AIM OF THE TASK
Which lines of the data include the string "drag"? List them all.

(Stored items)
· · · · · · ·

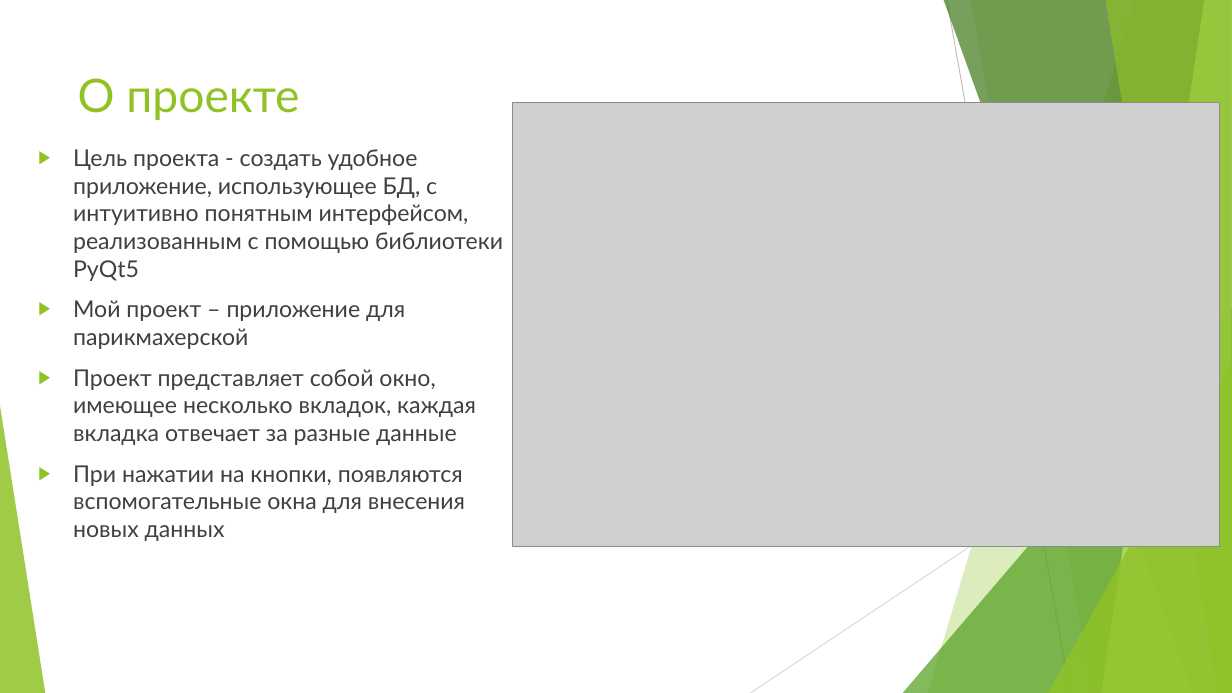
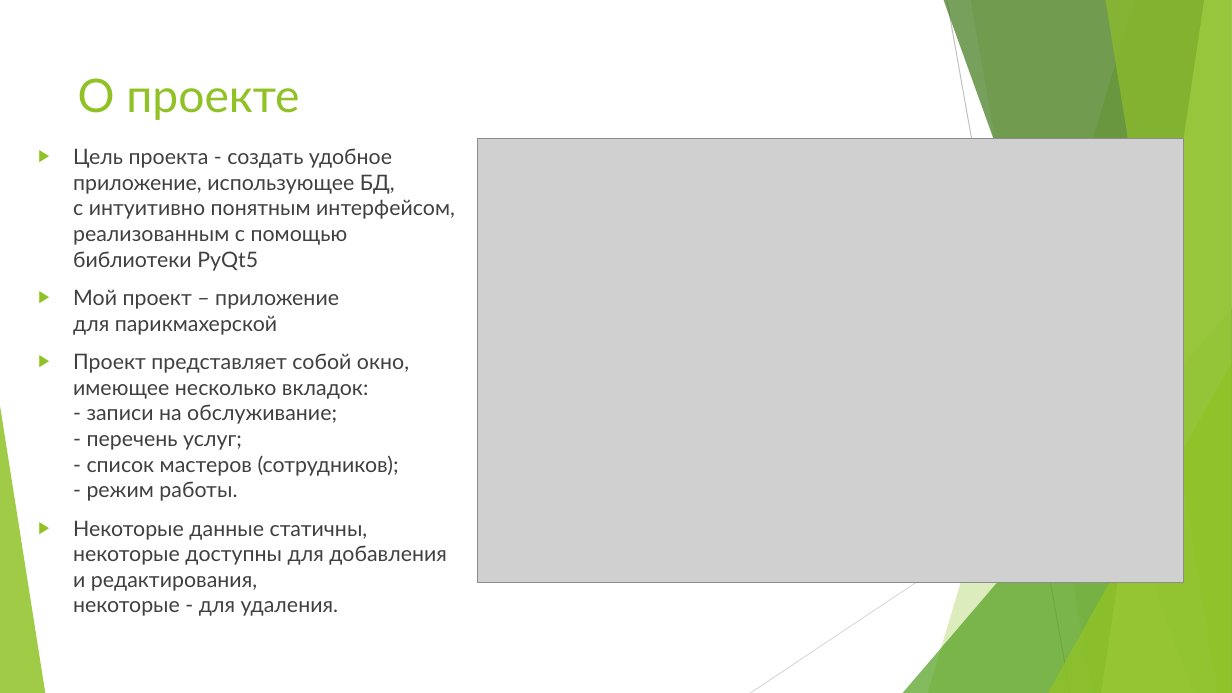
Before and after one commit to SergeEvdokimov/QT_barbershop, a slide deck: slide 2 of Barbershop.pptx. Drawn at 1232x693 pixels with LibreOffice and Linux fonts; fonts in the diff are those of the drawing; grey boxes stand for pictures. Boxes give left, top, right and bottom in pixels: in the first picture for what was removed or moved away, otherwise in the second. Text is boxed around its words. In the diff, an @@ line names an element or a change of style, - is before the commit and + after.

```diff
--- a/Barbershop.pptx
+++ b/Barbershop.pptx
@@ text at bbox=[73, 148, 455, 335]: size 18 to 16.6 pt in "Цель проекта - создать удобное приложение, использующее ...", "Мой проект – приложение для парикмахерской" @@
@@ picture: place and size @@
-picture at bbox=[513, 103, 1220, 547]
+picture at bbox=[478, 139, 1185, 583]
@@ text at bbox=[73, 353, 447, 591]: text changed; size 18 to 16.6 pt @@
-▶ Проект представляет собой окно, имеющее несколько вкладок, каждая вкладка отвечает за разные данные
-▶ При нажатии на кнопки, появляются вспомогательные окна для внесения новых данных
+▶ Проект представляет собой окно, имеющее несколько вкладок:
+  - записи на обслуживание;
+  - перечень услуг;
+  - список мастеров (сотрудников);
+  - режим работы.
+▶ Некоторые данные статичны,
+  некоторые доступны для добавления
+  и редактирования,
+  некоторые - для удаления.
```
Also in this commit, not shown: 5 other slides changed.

· · · · · · ·

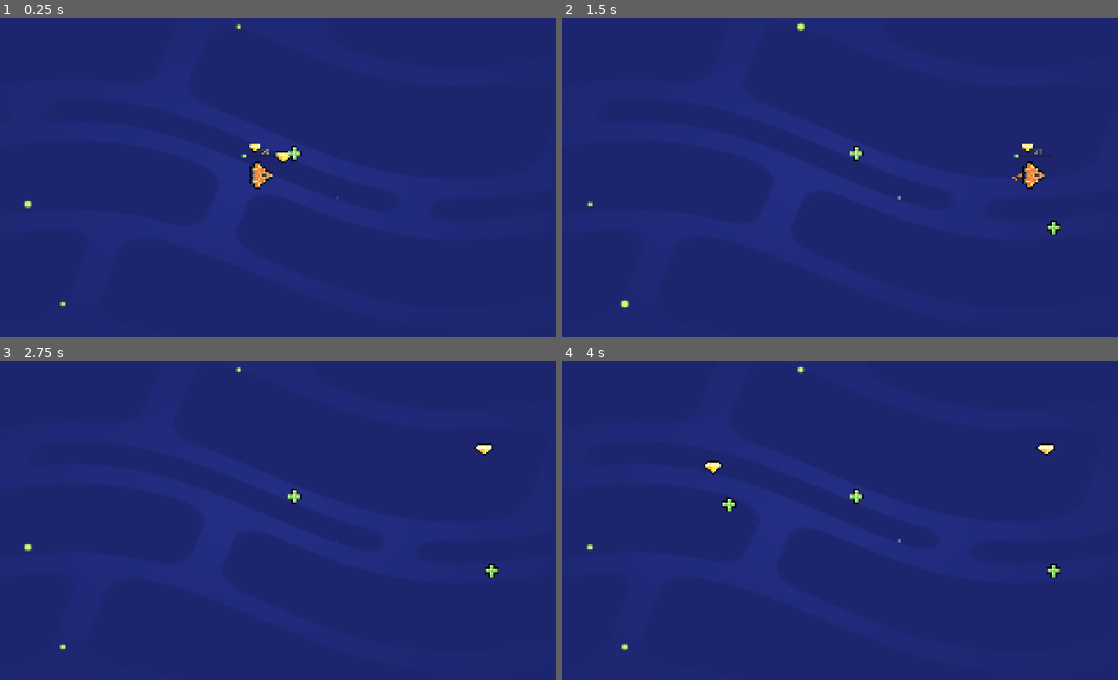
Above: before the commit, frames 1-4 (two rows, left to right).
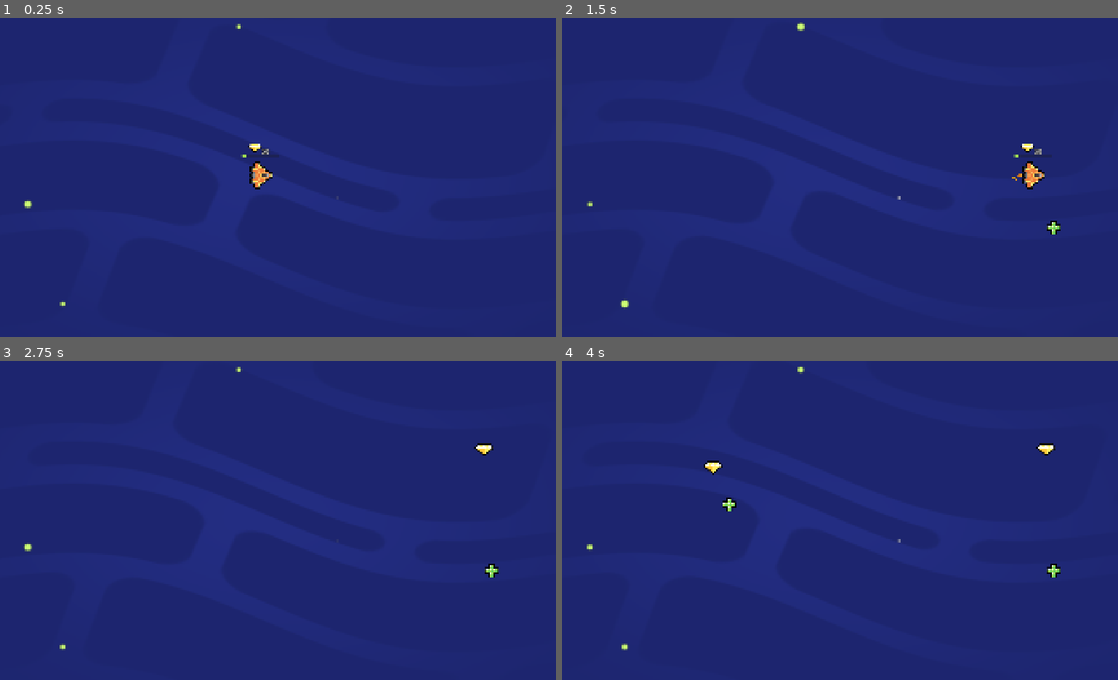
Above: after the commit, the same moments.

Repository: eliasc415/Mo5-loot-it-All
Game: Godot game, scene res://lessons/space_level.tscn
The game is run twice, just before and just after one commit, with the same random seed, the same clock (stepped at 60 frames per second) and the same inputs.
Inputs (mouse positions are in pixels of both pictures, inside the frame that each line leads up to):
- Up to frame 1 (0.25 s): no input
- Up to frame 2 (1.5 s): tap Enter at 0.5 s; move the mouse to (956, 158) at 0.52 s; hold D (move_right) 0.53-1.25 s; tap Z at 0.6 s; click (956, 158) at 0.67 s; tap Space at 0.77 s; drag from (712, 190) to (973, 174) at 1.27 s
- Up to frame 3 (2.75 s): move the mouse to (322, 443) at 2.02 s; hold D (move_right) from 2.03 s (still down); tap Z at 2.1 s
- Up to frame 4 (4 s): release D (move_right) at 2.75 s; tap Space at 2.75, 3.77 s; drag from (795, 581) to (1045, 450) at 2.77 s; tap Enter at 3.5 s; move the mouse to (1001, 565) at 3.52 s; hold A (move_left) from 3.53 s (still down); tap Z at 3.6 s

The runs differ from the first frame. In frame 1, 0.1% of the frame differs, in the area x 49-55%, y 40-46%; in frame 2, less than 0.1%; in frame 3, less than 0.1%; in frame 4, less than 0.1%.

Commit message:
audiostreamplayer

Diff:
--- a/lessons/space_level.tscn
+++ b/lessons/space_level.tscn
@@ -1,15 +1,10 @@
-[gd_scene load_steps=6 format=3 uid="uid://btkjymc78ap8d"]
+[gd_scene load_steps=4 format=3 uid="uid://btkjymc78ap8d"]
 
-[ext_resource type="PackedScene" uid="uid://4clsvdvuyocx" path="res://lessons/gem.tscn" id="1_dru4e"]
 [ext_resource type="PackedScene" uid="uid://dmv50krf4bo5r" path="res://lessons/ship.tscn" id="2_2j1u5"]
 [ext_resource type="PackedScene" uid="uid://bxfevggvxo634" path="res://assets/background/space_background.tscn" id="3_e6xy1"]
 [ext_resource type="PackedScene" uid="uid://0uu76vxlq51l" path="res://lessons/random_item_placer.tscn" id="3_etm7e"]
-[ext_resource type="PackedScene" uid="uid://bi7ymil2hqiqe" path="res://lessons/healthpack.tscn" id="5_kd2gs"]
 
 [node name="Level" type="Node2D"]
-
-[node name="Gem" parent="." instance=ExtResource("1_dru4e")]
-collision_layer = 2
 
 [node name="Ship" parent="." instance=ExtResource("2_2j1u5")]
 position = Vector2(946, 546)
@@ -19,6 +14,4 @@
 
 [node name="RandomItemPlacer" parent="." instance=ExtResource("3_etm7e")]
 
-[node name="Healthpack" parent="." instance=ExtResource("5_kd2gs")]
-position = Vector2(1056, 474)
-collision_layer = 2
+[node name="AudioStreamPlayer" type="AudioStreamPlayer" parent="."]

· · · · · · ·

OUTPUT FOR THIS TASK
- Up to frame 2 (1.5 s): tap Enter at 0.5 s; move the mouse to (956, 158) at 0.52 s; hold D (move_right) 0.53-1.25 s; tap Z at 0.6 s; click (956, 158) at 0.67 s; tap Space at 0.77 s; drag from (712, 190) to (973, 174) at 1.27 s
- Up to frame 4 (4 s): release D (move_right) at 2.75 s; tap Space at 2.75, 3.77 s; drag from (795, 581) to (1045, 450) at 2.77 s; tap Enter at 3.5 s; move the mouse to (1001, 565) at 3.52 s; hold A (move_left) from 3.53 s (still down); tap Z at 3.6 s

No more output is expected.